Crystal growth and transport and susceptibility measurements

The single crystals of κ-HgBr and κ-Cu2(CN)3 used in the present study were grown by the conventional electrochemical methods. The magnetic susceptibility was measured using a SQUID magnetometer (Quantum Design MPMS XL-7). The spin susceptibility was obtained by subtracting the core-diamagnetic contribution from the measured susceptibility. We confirmed that χ spin is nearly sample-independent in the normal state above 3 K (Supplementary Fig. 2). The in-plane and out-of-plane resistivities were measured by the conventional four-probe method using a source meter (Keithley 2400) and a nanovolt meter (Keithley 2182A). Pressure was applied with the use of a dual structured clamp-type cell formed by BeCu and NiCrAl cylinders. Daphne7373 oil, which does not solidify up to 2.2 GPa at room temperature, was used as a pressure-transmitting medium. The values of pressure reported here is the internal pressure at low temperatures, which is lower than the external pressure at room temperature due to solidification of the pressure medium and friction in the pressure cell.

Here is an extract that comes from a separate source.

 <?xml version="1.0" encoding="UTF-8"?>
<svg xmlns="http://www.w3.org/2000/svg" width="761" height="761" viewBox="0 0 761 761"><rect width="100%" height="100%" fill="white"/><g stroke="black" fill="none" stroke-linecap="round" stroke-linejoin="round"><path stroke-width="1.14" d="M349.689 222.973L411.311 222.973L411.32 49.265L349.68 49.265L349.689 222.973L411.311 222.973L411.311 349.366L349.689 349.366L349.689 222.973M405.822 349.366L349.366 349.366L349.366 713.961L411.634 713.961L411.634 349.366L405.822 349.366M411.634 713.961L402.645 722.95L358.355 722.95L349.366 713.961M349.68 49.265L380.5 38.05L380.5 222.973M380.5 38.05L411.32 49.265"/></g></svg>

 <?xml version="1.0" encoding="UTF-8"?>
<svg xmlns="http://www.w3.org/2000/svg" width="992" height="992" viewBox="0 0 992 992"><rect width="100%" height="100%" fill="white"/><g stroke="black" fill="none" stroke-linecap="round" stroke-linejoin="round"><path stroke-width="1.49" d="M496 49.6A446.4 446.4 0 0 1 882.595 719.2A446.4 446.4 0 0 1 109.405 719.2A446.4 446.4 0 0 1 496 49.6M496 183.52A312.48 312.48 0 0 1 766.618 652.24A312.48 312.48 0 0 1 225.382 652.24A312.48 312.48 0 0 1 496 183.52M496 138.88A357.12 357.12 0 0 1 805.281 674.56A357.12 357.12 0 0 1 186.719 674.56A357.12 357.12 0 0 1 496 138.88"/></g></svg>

Power-law analysis of in-plane resistivity

To characterise the power law behavior of ρ // at low temperatures, the resistivity data presented in Fig. 3b are fitted by the form of ρ // = ρ ο + AT n in a temperature range between the superconducting transition temperature and 15 K. As shown in Supplementary Fig. 3, the fitting works well for 0.57, 0.85, and 1.57 GPa, and the pressure dependence of power n is consistent with the previous studies14, 15 in that the value of n changes from 1 to 2 under pressure. Concerning the data fitting for 0.19 and 0.38 GPa, ρ ο takes negative values, which are unphysical, and thus the n values deduced are considered not to be reliable. To obtain reliable n value in this low pressure range, we need resistivity data at lower temperatures with superconductivity suppressed by magnetic field. Figure 5b shows resistivity data at 0.3 GPa under a magnetic field of 9 T, which allow a physically valid power-law fitting, as shown in Supplementary Fig. 3f.

Data availability

The data that support the findings of this study are available from the corresponding authors on request.